This lasted a good year and a half…but then I went to college. There was no way I could attend Party School, USA, and not join in on the fun! Therefore, I compromised with my savior (who was, frankly, me, myself, and I at the time): I could drink all I wanted to, but no dope.
Quite honestly, I learned something profound through that decision. Improving myself was not the same thing as being a new creature. I had tried to be good for God; however, I was terribly bored with that lifestyle, and deep down, I knew I still wanted to party.

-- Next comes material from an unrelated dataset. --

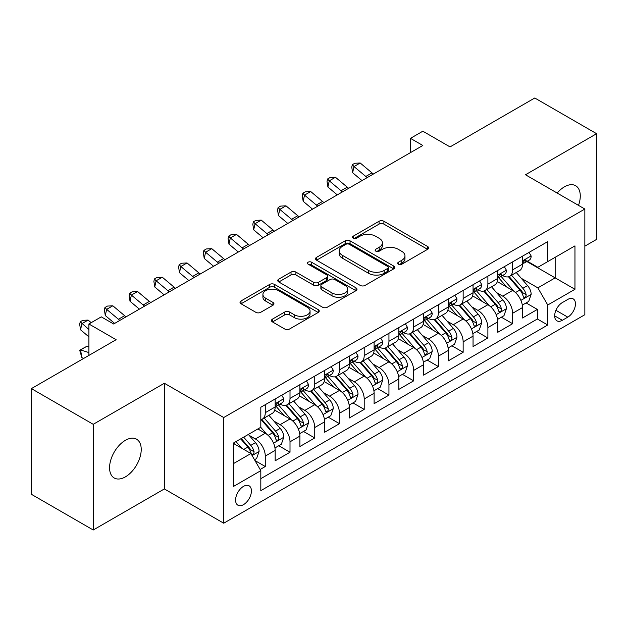 <?xml version="1.0" encoding="UTF-8"?>
<svg xmlns="http://www.w3.org/2000/svg" width="628" height="628" viewBox="0 0 628 628"><rect width="100%" height="100%" fill="white"/><g stroke="black" fill="none" stroke-linecap="round" stroke-linejoin="round"><path stroke-width="0.94" d="M398.419 264.2A2.402 1.389 0 0 0 401.818 264.2L427.613 249.308A3.43 1.986 0 0 0 428.618 247.903A3.43 1.986 0 0 0 427.613 246.506L383.912 221.276A3.43 1.986 0 0 0 379.053 221.276L353.258 236.167A2.402 1.389 0 0 0 352.551 237.149A2.402 1.389 0 0 0 353.258 238.13A2.402 1.389 0 0 0 356.657 238.13L359.993 236.199A10.99 6.343 0 0 1 375.536 236.199L379.179 238.302A10.99 6.343 0 0 1 382.397 242.793A10.99 6.343 0 0 1 379.179 247.275L375.834 249.198A2.402 1.389 0 0 0 375.136 250.179A2.402 1.389 0 0 0 375.834 251.161A2.402 1.389 0 0 0 379.234 251.161L382.578 249.238A10.99 6.343 0 0 1 398.113 249.238L401.755 251.341A10.99 6.343 0 0 1 404.974 255.824A10.99 6.343 0 0 1 401.755 260.314L398.419 262.237A2.402 1.389 0 0 0 397.712 263.218A2.402 1.389 0 0 0 398.419 264.2L398.419 262.237M125.396 476.872A22.388 12.929 120 0 0 140.02 457.145A22.388 12.929 120 0 0 136.59 439.208A22.388 12.929 120 0 0 125.396 440.314A22.388 12.929 120 0 0 110.771 460.041A22.388 12.929 120 0 0 114.202 477.979A22.388 12.929 120 0 0 125.396 476.872M578.514 205.372A22.388 12.929 120 0 0 575.64 185.723A22.388 12.929 120 0 0 564.446 186.83A22.388 12.929 120 0 0 557.177 193.063M243.507 504.645A11.194 6.461 120 0 0 250.815 494.785A11.194 6.461 120 0 0 249.104 485.813A11.194 6.461 120 0 0 243.507 486.37A11.194 6.461 120 0 0 236.191 496.23A11.194 6.461 120 0 0 237.91 505.202A11.194 6.461 120 0 0 243.507 504.645M272.466 319.118A3.43 1.986 0 0 0 271.461 320.516A3.43 1.986 0 0 0 272.466 321.921L284.727 328.994A3.43 1.986 0 0 0 289.587 328.994L318.231 312.454A3.43 1.986 0 0 0 319.244 311.056A3.43 1.986 0 0 0 318.231 309.651L274.53 284.421A3.43 1.986 0 0 0 269.679 284.421L241.026 300.961A3.43 1.986 0 0 0 240.022 302.366A3.43 1.986 0 0 0 241.026 303.764L255.839 312.312A3.43 1.986 0 0 0 260.691 312.312L272.952 305.239A3.43 1.986 0 0 0 273.957 303.834A3.43 1.986 0 0 0 272.952 302.437L265.613 298.19A9.184 5.307 0 0 1 262.92 294.446A9.184 5.307 0 0 1 268.588 289.547A9.184 5.307 0 0 1 278.596 290.693L307.367 307.304A9.184 5.307 0 0 1 310.059 311.056A9.184 5.307 0 0 1 304.392 315.955A9.184 5.307 0 0 1 294.383 314.801L289.587 312.038A3.43 1.986 0 0 0 284.727 312.038L272.466 319.118L272.466 321.921M584.849 246.168L596.6 239.386L596.6 133.701L534.766 97.999L450.041 146.913L422.832 131.205L410.469 138.348L422.832 145.484L113.644 323.993L101.281 316.857L88.909 323.993L88.909 355.417M93.234 424.316L93.234 530.001L164.355 488.937L164.355 383.261L93.234 424.316L31.4 388.614L116.117 339.701L88.909 323.993M164.355 383.261L223.717 417.534L584.849 209.038L584.849 314.714L223.717 523.21L223.717 417.534M596.6 133.701L525.487 174.765L584.849 209.038M360.236 285.402A3.43 1.986 0 0 0 365.096 285.402L393.74 268.863A3.43 1.986 0 0 0 394.745 267.457A3.43 1.986 0 0 0 393.74 266.06L350.039 240.83A3.43 1.986 0 0 0 345.188 240.83L316.536 257.37A3.43 1.986 0 0 0 315.531 258.767A3.43 1.986 0 0 0 316.536 260.173L360.236 285.402M309.117 264.718A2.402 1.389 0 0 1 311.559 265.063L311.559 262.206L355.99 287.852A3.43 1.986 0 0 1 356.994 289.257A3.43 1.986 0 0 1 355.99 290.662L327.337 307.202A3.43 1.986 0 0 1 322.486 307.202L278.777 281.964L278.777 279.162A3.43 1.986 0 0 0 277.772 280.567A3.43 1.986 0 0 0 278.777 281.964M278.777 279.162L291.039 272.089A3.43 1.986 0 0 1 295.898 272.089L313.623 282.317A3.43 1.986 0 0 0 318.474 282.317L326.607 277.623A3.43 1.986 0 0 0 327.62 276.218A3.43 1.986 0 0 0 326.607 274.821L308.16 264.168A2.402 1.389 0 0 1 307.453 263.187A2.402 1.389 0 0 1 308.937 261.9A2.402 1.389 0 0 1 311.559 262.206M93.234 530.001L31.4 494.299L31.4 388.614M260.141 469.485L265.275 466.518L255.007 460.591M249.167 435.369L255.376 438.956A13.989 8.078 60 0 1 265.275 456.093L275.166 450.378L275.166 460.803L290.01 452.239L278.754 445.739M273.902 421.09L280.112 424.677A13.989 8.078 60 0 1 290.01 441.814L299.901 436.099L299.901 446.524L314.746 437.959L303.489 431.46M298.638 406.811L304.847 410.398A13.989 8.078 60 0 1 314.746 427.535L324.637 421.82L324.637 432.245L339.481 423.68L328.224 417.18M323.373 392.531L329.582 396.111A13.989 8.078 60 0 1 339.481 413.255L349.372 407.541L349.372 417.965L364.209 409.393L352.96 402.901M348.108 378.244L354.318 381.832A13.989 8.078 60 0 1 364.209 398.968L374.107 393.261L374.107 403.686L388.944 395.114L377.695 388.614M372.844 363.965L379.053 367.553A13.989 8.078 60 0 1 388.944 384.689L398.843 378.974L398.843 389.399L413.679 380.835L402.43 374.335M397.579 349.686L403.788 353.274A13.989 8.078 60 0 1 413.679 370.41L423.578 364.695L423.578 375.12L438.415 366.556L427.166 360.056M422.314 335.407L428.524 338.994A13.989 8.078 60 0 1 438.415 356.131L448.314 350.416L448.314 360.841L463.15 352.277L451.901 345.777M447.05 321.128L453.259 324.707A13.989 8.078 60 0 1 463.15 341.844L473.049 336.137L473.049 346.562L487.885 337.99L476.636 331.498M471.785 306.841L477.994 310.428A13.989 8.078 60 0 1 487.885 327.565L497.784 321.858L497.784 332.283L512.621 323.71L512.621 313.286A13.989 8.078 -120 0 0 502.73 296.149L496.52 292.562M501.372 317.211L512.621 323.71M275.166 450.378A13.989 8.078 -120 0 0 265.275 433.241L257.849 428.963M299.901 436.099A13.989 8.078 -120 0 0 290.01 418.962L274.711 410.131M324.637 421.82A13.989 8.078 -120 0 0 314.746 404.683L299.446 395.852M349.372 407.541A13.989 8.078 -120 0 0 339.481 390.404L324.181 381.573M374.107 393.261A13.989 8.078 -120 0 0 364.209 376.125L348.917 367.294M398.843 378.974A13.989 8.078 -120 0 0 388.944 361.838L373.652 353.007M423.578 364.695A13.989 8.078 -120 0 0 413.679 347.559L398.387 338.728M448.314 350.416A13.989 8.078 -120 0 0 438.415 333.28L423.123 324.448M473.049 336.137A13.989 8.078 -120 0 0 463.15 319L447.858 310.169M497.784 321.858A13.989 8.078 -120 0 0 487.885 304.721L472.594 295.882M567.783 299.43L562.343 302.578A10.841 6.264 120 0 0 555.254 312.132A10.841 6.264 120 0 0 556.918 320.822A10.841 6.264 120 0 0 562.343 320.288L567.783 317.14A10.841 6.264 120 0 0 574.871 307.587A10.841 6.264 120 0 0 573.207 298.897A10.841 6.264 120 0 0 567.783 299.43M233.608 463.519L250.925 453.526L260.816 470.662L260.816 490.656L547.749 324.998L547.749 305.004L537.851 287.867L521.256 278.283M260.816 470.662L233.608 486.37L233.608 442.952L260.816 427.244L260.816 407.25L547.749 241.599L547.749 261.586L574.958 245.878L574.958 289.296L547.749 305.004M279.986 404.04L280.112 404.11A13.989 8.078 60 0 0 287.106 404.801L297.005 399.094A13.989 8.078 -120 0 0 299.901 392.688L299.901 384.689M304.721 389.752L304.847 389.831A13.989 8.078 60 0 0 311.841 390.522L321.74 384.815A13.989 8.078 -120 0 0 324.637 378.409L324.637 370.41M329.457 375.473L329.582 375.552A13.989 8.078 60 0 0 336.577 376.243L346.475 370.528A13.989 8.078 -120 0 0 349.372 364.122L349.372 356.131M354.192 361.194L354.318 361.273A13.989 8.078 60 0 0 361.312 361.964L371.211 356.249A13.989 8.078 -120 0 0 374.107 349.843L374.107 341.844M378.927 346.915L379.053 346.986A13.989 8.078 60 0 0 386.047 347.684L395.946 341.97A13.989 8.078 -120 0 0 398.843 335.564L398.843 327.565M403.663 332.636L403.788 332.707A13.989 8.078 60 0 0 410.783 333.397L420.681 327.69A13.989 8.078 -120 0 0 423.578 321.285L423.578 313.286M428.398 318.349L428.524 318.427A13.989 8.078 60 0 0 435.518 319.118L445.417 313.411A13.989 8.078 -120 0 0 448.314 307.006L448.314 299.007M453.133 304.07L453.259 304.148A13.989 8.078 60 0 0 460.253 304.839L470.152 299.124A13.989 8.078 -120 0 0 473.049 292.719L473.049 284.727M477.869 289.791L477.994 289.869A13.989 8.078 60 0 0 484.989 290.56L494.888 284.845A13.989 8.078 -120 0 0 497.784 278.44L497.784 270.44M260.816 478.662L537.356 319L537.356 309.431L522.52 317.996L522.52 307.571A13.989 8.078 -120 0 0 512.621 290.434L497.329 281.603M502.604 275.511L502.73 275.582A13.989 8.078 -120 0 0 509.724 276.281A13.989 8.078 -120 0 0 512.621 269.875L512.621 261.876M509.724 276.281L519.623 270.566A13.989 8.078 -120 0 0 522.52 264.16L522.52 256.161M265.275 404.683L265.275 412.682A13.989 8.078 60 0 1 262.371 419.088A13.989 8.078 60 0 1 260.816 419.653M262.371 419.088L272.269 413.373A13.989 8.078 -120 0 0 275.166 406.968L275.166 398.968M290.01 390.404L290.01 398.395A13.989 8.078 60 0 1 287.106 404.801M314.746 376.117L314.746 384.116A13.989 8.078 60 0 1 311.841 390.522M339.481 361.838L339.481 369.837A13.989 8.078 60 0 1 336.577 376.243M364.209 347.559L364.209 355.558A13.989 8.078 60 0 1 361.312 361.964M388.944 333.28L388.944 341.279A13.989 8.078 60 0 1 386.047 347.684M413.679 319L413.679 326.992A13.989 8.078 60 0 1 410.783 333.397M438.415 304.713L438.415 312.713A13.989 8.078 60 0 1 435.518 319.118M463.15 290.434L463.15 298.433A13.989 8.078 60 0 1 460.253 304.839M487.885 276.155L487.885 284.154A13.989 8.078 60 0 1 484.989 290.56M487.885 327.565L487.885 337.99M463.15 341.844L463.15 352.277M438.415 356.131L438.415 366.556M413.679 370.41L413.679 380.835M388.944 384.689L388.944 395.114M364.209 398.968L364.209 409.393M339.481 413.255L339.481 423.68M314.746 427.535L314.746 437.959M290.01 441.814L290.01 452.239M265.275 456.093L265.275 466.518M250.925 453.526L233.608 443.525M537.851 287.867L555.168 277.866L555.168 257.307L574.958 245.878M526.837 261.515L574.958 289.296M527.339 261.232L537.851 267.3L547.749 261.586M164.355 488.937L223.717 523.21M410.469 138.348L410.469 152.628M526.107 302.931L537.356 309.431M537.356 319L547.749 324.998M399.377 264.537L401.755 263.163A10.99 6.343 0 0 0 404.974 258.681L404.974 255.824M382.397 242.793L382.397 245.642A10.99 6.343 0 0 1 379.179 250.132L376.8 251.506M427.566 249.332L383.912 224.125A3.43 1.986 0 0 0 379.053 224.125L354.216 238.467M393.701 268.886L350.039 243.68A3.43 1.986 0 0 0 345.188 243.68L316.583 260.196M387.672 268.439A2.402 1.389 0 0 0 388.379 267.457A2.402 1.389 0 0 0 387.672 266.476L349.309 244.331A2.402 1.389 0 0 0 345.91 244.331L342.393 246.364A10.99 6.343 0 0 0 339.175 250.847A10.99 6.343 0 0 0 342.393 255.337L368.612 270.472A10.99 6.343 0 0 0 384.155 270.472L387.672 268.439L387.672 271.296A2.402 1.389 0 0 0 388.379 270.315L388.379 267.457M339.175 250.847L339.175 253.704A10.99 6.343 0 0 0 342.393 258.194L342.393 255.337M387.672 271.296L384.155 273.329A10.99 6.343 0 0 1 368.612 273.329L342.393 258.194M278.824 281.996L291.039 274.938L291.039 272.089M327.62 276.218L327.62 279.075A3.43 1.986 0 0 1 326.607 280.481L318.474 285.175A3.43 1.986 0 0 1 313.623 285.175L295.898 274.938A3.43 1.986 0 0 0 291.039 274.938M311.559 265.063L355.943 290.686M332.016 292.938A9.184 5.307 0 0 0 342.024 294.085A9.184 5.307 0 0 0 347.692 289.186A9.184 5.307 0 0 0 345 285.434L334.865 279.586A3.43 1.986 0 0 0 330.006 279.586L321.874 284.28A3.43 1.986 0 0 0 320.869 285.685A3.43 1.986 0 0 0 321.874 287.082L332.016 292.938L332.016 295.796A9.184 5.307 0 0 0 342.024 296.942A9.184 5.307 0 0 0 347.692 292.044L347.692 289.186M320.869 285.685L320.869 288.542A3.43 1.986 0 0 0 321.874 289.94L321.874 287.082M332.016 295.796L321.874 289.94M310.059 311.056L310.059 313.914A9.184 5.307 0 0 1 304.392 318.812A9.184 5.307 0 0 1 294.383 317.658L289.587 314.895A3.43 1.986 0 0 0 284.727 314.895L272.513 321.944M262.92 294.446L262.92 297.303A9.184 5.307 0 0 0 265.613 301.048L265.613 298.19M272.905 305.263L265.613 301.048M318.192 312.485L274.53 287.279A3.43 1.986 0 0 0 269.679 287.279L241.074 303.795M522.308 305.122L528.705 301.432L531.17 294.289A9.271 5.354 -120 0 0 527.567 285.591L516.263 272.505M514.002 291.345L501.081 276.383M506.647 286.988L499.15 278.306A22.216 12.827 -120 0 0 498.459 277.537M508.468 276.783L519.898 290.018A9.271 5.354 60 0 1 523.202 296.4L523.878 297.499L525.126 297.327L525.966 296.306L526.17 294.689A9.271 5.354 -120 0 0 522.865 288.299L511.561 275.213M509.135 276.563L521.421 290.788A4.726 2.724 60 0 1 522.614 292.632L526.17 294.689M529.074 252.377L531.17 256.02A9.271 5.354 60 0 1 529.255 260.118L524.553 262.834A9.271 5.354 -120 0 0 526.17 260.699L525.974 259.874L524.82 260.11L523.202 262.41A9.271 5.354 60 0 1 522.52 263.729M522.826 263.265L522.865 263.265A9.271 5.354 -120 0 0 524.553 262.834M367.247 177.583A17.49 10.095 60 0 1 365.794 176.46L354.004 166.553L352.63 172.724L362.011 180.605M373.432 174.011A17.49 10.095 60 0 1 371.98 172.888L360.189 162.982L354.004 166.553L352.316 164.693L354.789 163.272L360.189 162.982M352.63 172.724L351.759 167.166L352.316 164.693M497.572 319.401L503.97 315.711L506.443 308.576A9.271 5.354 -120 0 0 502.832 299.87L491.528 286.784M489.267 305.624L476.346 290.67M481.911 301.267L474.415 292.585A22.216 12.827 -120 0 0 473.724 291.816M483.733 291.062L495.162 304.297A9.271 5.354 60 0 1 498.467 310.679L499.142 311.778L500.39 311.606L501.23 310.585L501.434 308.968A9.271 5.354 -120 0 0 498.13 302.586L486.826 289.5M484.4 290.843L496.685 305.067A4.726 2.724 60 0 1 497.878 306.911L501.434 308.968M472.837 333.688L479.235 329.998L481.707 322.855A9.271 5.354 -120 0 0 478.096 314.149L466.792 301.063M464.532 319.903L451.611 304.949M457.176 315.546L449.679 306.872A22.216 12.827 -120 0 0 448.989 306.095M458.997 305.341L470.427 318.577A9.271 5.354 60 0 1 473.732 324.966L474.407 326.065L475.655 325.885L476.495 324.864L476.699 323.247A9.271 5.354 -120 0 0 473.394 316.865L462.09 303.779M459.665 305.13L471.95 319.346A4.726 2.724 60 0 1 473.143 321.191L476.699 323.247M448.102 347.967L454.499 344.277L456.972 337.134A9.271 5.354 -120 0 0 453.361 328.428L442.057 315.342M439.796 334.182L426.875 319.228M432.441 329.826L424.944 321.151A22.216 12.827 -120 0 0 424.253 320.374M434.262 319.621L445.692 332.856A9.271 5.354 60 0 1 448.996 339.246L449.672 340.345L450.92 340.164L451.76 339.144L451.964 337.526A9.271 5.354 -120 0 0 448.659 331.144L437.355 318.058M434.929 319.409L447.215 333.625A4.726 2.724 60 0 1 448.408 335.478L451.964 337.526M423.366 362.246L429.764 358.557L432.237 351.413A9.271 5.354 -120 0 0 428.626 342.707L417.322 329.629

I jumped into freshman year with gusto. Five of us—three gals and two guys—became a close-knit band, gallivanting from party to party, kegger to kegger, and bar to bar. I taught them camp songs that we sang at the top of our lungs through the streets of the campus following our nights of drinking; after that we would return to the dorm and buy chocolate milk as a chaser, always throwing the empty cartons on the roof of the dorm lobby. After the five of us parted ways for the evening, it was my practice to sit on the landing of the seventh floor stairwell and talk to God about the evening’s adventure.
Life was good; I was a good person—I wasn’t doing drugs and I was keeping the lines of communication open with God. I was pretty much in charge of life and doing a darn good job of it. And then came the summer.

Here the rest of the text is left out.